THE DATA:
╭──

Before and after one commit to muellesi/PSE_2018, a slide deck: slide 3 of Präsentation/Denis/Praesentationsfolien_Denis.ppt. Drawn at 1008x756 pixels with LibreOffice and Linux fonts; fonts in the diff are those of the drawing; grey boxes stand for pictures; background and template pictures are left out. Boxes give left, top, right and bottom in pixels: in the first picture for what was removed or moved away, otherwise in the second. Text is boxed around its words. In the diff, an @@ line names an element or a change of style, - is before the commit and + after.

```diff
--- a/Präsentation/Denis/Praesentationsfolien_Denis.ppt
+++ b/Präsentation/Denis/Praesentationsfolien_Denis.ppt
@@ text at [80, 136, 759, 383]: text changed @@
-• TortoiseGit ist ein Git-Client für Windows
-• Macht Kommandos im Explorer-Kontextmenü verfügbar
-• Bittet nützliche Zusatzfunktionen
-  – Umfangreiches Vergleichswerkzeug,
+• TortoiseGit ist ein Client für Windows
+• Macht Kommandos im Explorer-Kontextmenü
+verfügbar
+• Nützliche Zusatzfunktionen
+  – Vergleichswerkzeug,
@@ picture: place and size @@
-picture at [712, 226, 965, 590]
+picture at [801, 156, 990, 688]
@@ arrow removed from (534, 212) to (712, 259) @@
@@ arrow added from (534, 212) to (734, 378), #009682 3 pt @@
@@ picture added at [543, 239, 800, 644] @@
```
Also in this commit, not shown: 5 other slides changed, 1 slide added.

╰──
╭──

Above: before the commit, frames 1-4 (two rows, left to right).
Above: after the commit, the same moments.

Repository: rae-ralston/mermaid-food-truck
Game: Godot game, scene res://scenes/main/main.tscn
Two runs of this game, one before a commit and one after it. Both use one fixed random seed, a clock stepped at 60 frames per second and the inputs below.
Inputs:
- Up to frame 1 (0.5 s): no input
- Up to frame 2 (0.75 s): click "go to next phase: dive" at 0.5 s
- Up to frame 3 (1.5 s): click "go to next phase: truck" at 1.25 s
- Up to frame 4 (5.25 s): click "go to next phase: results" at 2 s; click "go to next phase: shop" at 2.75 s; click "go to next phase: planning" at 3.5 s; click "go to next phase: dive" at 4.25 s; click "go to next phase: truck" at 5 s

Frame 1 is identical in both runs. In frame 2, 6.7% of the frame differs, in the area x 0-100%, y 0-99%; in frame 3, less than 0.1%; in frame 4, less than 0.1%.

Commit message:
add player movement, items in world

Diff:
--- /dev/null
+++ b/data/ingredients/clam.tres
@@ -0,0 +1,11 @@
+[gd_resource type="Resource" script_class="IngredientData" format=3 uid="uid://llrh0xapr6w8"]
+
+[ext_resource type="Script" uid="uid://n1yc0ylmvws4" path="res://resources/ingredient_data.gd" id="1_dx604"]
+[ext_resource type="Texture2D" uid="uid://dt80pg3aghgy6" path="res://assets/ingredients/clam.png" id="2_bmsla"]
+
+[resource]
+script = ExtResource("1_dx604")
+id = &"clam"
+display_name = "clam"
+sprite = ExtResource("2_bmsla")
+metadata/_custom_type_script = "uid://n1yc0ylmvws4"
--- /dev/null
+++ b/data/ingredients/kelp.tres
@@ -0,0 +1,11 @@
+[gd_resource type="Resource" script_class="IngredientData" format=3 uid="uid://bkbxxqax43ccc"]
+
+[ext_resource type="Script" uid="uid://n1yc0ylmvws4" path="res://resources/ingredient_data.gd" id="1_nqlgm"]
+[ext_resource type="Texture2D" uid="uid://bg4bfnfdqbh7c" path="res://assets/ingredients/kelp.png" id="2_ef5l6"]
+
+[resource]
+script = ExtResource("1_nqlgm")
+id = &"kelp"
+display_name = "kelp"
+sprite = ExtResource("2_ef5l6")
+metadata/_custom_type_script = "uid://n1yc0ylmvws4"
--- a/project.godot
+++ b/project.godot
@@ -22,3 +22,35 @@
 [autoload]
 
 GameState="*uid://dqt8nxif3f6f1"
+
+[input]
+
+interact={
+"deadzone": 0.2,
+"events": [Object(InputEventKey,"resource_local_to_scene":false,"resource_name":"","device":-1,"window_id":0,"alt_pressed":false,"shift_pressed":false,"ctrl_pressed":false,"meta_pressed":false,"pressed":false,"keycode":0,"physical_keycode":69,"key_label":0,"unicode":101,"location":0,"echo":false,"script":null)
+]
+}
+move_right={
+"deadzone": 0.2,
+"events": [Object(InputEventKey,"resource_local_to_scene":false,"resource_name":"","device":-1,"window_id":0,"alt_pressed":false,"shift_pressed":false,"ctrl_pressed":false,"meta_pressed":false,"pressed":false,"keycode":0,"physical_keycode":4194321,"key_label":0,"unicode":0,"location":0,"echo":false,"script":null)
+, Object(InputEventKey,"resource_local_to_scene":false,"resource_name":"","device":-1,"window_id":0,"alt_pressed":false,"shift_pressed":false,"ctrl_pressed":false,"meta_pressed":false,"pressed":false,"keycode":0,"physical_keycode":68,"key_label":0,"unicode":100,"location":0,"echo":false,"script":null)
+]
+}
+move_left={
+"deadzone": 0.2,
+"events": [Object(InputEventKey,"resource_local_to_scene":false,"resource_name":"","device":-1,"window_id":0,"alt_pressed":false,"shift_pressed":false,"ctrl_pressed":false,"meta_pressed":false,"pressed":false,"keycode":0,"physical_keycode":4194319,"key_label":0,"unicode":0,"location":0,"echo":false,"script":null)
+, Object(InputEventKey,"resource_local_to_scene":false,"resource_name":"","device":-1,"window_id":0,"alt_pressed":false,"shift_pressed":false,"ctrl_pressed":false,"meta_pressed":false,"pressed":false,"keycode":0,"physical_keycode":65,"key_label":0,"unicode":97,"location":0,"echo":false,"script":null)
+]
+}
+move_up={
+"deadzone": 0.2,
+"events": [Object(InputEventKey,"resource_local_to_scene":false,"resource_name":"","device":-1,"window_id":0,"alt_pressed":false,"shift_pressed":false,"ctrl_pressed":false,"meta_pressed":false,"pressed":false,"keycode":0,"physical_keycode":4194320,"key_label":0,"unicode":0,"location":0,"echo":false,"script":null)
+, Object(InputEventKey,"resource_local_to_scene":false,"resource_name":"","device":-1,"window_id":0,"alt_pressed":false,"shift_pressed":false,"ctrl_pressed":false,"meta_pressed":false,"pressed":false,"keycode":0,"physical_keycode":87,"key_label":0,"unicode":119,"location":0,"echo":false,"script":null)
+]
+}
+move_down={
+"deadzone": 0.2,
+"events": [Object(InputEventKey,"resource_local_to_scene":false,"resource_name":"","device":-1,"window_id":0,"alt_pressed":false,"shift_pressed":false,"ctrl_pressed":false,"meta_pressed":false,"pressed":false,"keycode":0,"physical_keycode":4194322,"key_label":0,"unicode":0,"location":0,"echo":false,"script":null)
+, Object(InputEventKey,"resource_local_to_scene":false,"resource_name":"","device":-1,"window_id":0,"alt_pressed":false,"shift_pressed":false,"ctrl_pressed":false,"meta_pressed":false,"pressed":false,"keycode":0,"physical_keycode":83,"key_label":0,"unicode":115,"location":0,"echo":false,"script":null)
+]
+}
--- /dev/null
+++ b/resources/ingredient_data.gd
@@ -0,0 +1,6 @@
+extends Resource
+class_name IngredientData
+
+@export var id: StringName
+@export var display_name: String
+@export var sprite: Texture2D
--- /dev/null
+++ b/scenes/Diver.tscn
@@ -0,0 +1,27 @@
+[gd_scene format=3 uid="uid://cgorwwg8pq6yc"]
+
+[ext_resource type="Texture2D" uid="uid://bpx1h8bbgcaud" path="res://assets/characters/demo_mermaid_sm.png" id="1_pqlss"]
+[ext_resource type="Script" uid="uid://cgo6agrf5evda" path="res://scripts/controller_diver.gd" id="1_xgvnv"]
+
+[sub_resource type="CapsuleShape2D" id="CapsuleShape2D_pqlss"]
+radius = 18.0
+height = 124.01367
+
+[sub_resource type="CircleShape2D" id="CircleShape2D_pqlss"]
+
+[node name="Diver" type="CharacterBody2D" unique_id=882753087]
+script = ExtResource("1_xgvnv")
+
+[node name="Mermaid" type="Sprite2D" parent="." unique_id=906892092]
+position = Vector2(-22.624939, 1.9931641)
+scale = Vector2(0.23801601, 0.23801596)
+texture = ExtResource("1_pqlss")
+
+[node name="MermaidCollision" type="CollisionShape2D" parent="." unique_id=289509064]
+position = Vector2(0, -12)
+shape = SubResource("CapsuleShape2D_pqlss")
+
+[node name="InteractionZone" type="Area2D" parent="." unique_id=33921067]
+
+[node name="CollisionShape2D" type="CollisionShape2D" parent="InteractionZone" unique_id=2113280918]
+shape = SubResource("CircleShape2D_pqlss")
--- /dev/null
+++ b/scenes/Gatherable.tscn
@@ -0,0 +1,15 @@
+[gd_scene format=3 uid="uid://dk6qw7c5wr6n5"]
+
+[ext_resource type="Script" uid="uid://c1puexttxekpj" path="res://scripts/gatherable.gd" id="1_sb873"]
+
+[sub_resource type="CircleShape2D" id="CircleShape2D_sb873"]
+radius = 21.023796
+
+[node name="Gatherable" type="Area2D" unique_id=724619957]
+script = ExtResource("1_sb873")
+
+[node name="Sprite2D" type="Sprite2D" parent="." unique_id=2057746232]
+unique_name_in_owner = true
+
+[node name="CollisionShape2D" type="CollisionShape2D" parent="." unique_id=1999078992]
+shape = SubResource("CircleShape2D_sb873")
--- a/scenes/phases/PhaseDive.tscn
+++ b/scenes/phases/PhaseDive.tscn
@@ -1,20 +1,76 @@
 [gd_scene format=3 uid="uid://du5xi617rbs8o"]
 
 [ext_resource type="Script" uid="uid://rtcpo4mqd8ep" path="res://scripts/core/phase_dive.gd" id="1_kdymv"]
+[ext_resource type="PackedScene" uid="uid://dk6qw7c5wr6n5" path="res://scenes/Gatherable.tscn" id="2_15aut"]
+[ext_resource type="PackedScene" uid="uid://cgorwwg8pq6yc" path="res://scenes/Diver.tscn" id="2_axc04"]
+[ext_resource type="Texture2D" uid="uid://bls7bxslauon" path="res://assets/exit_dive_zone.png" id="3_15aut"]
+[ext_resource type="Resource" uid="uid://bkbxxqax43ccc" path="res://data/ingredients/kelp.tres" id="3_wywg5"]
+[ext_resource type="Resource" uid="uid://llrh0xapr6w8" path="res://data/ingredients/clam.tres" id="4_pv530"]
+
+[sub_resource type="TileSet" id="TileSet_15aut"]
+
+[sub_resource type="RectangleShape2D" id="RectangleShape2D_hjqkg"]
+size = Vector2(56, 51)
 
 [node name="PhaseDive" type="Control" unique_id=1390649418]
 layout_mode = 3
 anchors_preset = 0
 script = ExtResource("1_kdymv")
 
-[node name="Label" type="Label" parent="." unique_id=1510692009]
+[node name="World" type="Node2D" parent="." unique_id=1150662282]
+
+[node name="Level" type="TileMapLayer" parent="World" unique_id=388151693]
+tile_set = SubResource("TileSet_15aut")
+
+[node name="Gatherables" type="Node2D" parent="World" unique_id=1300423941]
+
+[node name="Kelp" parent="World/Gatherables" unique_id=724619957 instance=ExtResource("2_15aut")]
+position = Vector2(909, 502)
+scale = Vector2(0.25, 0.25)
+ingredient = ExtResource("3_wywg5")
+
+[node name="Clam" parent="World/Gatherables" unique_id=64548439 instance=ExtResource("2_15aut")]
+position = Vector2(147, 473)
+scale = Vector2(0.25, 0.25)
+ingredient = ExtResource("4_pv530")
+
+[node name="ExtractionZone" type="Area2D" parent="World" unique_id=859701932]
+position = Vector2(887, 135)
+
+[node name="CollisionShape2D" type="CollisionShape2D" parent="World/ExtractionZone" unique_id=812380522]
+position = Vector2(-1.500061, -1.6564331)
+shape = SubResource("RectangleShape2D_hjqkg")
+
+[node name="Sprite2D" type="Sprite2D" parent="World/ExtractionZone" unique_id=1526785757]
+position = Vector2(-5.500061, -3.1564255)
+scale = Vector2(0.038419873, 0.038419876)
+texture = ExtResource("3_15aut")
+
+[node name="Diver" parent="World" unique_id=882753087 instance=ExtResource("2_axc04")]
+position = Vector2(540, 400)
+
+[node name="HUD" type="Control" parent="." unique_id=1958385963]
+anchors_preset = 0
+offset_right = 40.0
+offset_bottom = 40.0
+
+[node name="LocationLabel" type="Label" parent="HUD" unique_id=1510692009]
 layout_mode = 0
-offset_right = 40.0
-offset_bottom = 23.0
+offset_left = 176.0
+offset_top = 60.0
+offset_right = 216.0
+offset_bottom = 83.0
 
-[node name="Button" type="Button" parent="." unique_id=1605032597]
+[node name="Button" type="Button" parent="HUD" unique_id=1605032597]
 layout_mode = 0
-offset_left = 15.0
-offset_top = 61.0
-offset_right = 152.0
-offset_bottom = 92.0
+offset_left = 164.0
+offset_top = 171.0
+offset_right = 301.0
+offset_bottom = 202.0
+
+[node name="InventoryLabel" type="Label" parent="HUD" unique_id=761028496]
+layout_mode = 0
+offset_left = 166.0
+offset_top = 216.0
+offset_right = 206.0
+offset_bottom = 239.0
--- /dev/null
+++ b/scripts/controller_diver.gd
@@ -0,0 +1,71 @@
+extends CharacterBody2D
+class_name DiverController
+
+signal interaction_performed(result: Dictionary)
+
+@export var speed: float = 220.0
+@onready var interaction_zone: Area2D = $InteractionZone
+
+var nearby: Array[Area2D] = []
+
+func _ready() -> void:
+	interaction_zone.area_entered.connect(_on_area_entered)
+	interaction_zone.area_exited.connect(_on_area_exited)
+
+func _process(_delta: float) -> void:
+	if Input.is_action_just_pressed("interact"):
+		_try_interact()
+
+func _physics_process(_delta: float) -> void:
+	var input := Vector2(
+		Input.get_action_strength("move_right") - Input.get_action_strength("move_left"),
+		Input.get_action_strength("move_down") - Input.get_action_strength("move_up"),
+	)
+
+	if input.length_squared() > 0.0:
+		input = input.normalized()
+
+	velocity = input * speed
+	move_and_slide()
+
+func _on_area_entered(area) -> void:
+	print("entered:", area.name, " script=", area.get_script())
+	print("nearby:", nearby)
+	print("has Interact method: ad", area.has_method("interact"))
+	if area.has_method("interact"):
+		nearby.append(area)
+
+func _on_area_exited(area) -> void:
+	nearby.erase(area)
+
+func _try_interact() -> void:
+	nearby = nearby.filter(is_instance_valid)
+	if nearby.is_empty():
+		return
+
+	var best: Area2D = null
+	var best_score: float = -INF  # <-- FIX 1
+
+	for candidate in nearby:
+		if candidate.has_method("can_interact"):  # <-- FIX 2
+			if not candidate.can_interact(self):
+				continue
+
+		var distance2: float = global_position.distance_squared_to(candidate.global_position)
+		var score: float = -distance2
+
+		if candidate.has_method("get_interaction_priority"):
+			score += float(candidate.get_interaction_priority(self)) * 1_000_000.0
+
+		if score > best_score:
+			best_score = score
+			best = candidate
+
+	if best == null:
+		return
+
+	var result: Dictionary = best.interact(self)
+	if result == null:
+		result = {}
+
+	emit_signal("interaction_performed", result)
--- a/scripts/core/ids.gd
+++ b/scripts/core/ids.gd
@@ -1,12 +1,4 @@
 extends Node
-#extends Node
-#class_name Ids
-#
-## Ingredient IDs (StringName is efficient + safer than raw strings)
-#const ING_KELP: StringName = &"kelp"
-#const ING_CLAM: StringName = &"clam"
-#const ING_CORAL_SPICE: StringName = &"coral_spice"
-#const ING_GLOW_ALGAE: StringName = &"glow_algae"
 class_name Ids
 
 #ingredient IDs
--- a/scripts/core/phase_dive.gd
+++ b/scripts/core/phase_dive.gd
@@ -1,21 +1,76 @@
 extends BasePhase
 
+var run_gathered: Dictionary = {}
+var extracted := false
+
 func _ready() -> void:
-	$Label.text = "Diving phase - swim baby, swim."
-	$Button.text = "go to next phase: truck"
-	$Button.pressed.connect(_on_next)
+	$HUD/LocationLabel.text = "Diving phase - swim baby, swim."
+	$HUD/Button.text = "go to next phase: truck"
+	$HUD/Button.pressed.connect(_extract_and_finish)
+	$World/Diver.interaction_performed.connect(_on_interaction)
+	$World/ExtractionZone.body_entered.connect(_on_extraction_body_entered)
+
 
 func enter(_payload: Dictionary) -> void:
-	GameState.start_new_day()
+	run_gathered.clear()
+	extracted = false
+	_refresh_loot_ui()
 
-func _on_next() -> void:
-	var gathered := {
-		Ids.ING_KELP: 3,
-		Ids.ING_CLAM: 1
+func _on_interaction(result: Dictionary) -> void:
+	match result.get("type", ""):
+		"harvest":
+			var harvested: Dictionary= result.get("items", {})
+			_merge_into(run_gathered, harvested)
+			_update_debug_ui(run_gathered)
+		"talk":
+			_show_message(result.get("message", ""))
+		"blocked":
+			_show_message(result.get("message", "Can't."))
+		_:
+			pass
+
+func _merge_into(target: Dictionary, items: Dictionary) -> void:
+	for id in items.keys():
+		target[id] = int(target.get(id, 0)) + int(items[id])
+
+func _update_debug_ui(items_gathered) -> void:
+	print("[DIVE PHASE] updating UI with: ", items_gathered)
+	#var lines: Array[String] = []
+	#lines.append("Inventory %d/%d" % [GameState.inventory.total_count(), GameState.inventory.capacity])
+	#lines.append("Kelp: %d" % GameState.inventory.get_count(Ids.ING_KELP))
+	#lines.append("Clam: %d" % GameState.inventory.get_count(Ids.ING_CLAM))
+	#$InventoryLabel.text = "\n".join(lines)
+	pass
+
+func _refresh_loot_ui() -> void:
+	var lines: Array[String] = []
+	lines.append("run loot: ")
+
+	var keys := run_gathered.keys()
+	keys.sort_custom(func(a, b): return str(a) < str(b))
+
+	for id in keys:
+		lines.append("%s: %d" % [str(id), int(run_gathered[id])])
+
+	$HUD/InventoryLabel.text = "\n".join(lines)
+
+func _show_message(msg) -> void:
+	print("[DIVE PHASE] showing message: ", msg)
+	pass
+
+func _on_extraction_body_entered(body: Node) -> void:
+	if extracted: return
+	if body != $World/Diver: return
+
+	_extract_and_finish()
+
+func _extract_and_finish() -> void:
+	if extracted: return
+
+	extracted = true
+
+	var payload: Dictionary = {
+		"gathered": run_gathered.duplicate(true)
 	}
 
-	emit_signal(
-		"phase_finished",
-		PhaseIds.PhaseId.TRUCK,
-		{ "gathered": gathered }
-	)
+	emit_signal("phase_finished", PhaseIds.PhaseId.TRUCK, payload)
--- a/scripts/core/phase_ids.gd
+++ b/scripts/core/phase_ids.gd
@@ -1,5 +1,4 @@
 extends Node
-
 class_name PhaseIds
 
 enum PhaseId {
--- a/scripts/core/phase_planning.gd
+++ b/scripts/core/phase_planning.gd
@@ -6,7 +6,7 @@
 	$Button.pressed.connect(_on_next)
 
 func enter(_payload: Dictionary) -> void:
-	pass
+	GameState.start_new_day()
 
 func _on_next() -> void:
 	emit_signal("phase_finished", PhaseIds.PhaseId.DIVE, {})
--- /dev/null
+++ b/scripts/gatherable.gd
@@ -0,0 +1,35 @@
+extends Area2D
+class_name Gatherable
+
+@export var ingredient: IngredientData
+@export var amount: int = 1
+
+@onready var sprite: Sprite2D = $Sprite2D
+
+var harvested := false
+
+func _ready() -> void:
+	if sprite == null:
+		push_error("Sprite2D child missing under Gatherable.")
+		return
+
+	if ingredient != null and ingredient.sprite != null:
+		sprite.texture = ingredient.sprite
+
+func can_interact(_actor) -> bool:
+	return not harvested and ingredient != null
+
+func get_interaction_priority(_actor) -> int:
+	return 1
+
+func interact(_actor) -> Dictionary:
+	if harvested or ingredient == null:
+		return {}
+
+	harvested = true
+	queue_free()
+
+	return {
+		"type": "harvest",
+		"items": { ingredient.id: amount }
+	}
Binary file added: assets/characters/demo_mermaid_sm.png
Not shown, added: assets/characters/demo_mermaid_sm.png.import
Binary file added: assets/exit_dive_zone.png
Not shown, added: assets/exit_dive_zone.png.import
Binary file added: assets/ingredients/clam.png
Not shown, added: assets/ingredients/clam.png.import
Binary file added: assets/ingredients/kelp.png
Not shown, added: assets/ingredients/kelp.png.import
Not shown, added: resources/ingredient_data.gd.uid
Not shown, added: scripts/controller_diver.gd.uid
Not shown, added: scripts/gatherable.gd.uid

╰──

YOUR OBJECTIVE:
List each line in the listing that contains the string "append".

ANSWER TO THE PROBLEM:
+		nearby.append(area)
+	#lines.append("Inventory %d/%d" % [GameState.inventory.total_count(), GameState.inventory.capacity])
+	#lines.append("Kelp: %d" % GameState.inventory.get_count(Ids.ING_KELP))
+	#lines.append("Clam: %d" % GameState.inventory.get_count(Ids.ING_CLAM))
+	lines.append("run loot: ")
+		lines.append("%s: %d" % [str(id), int(run_gathered[id])])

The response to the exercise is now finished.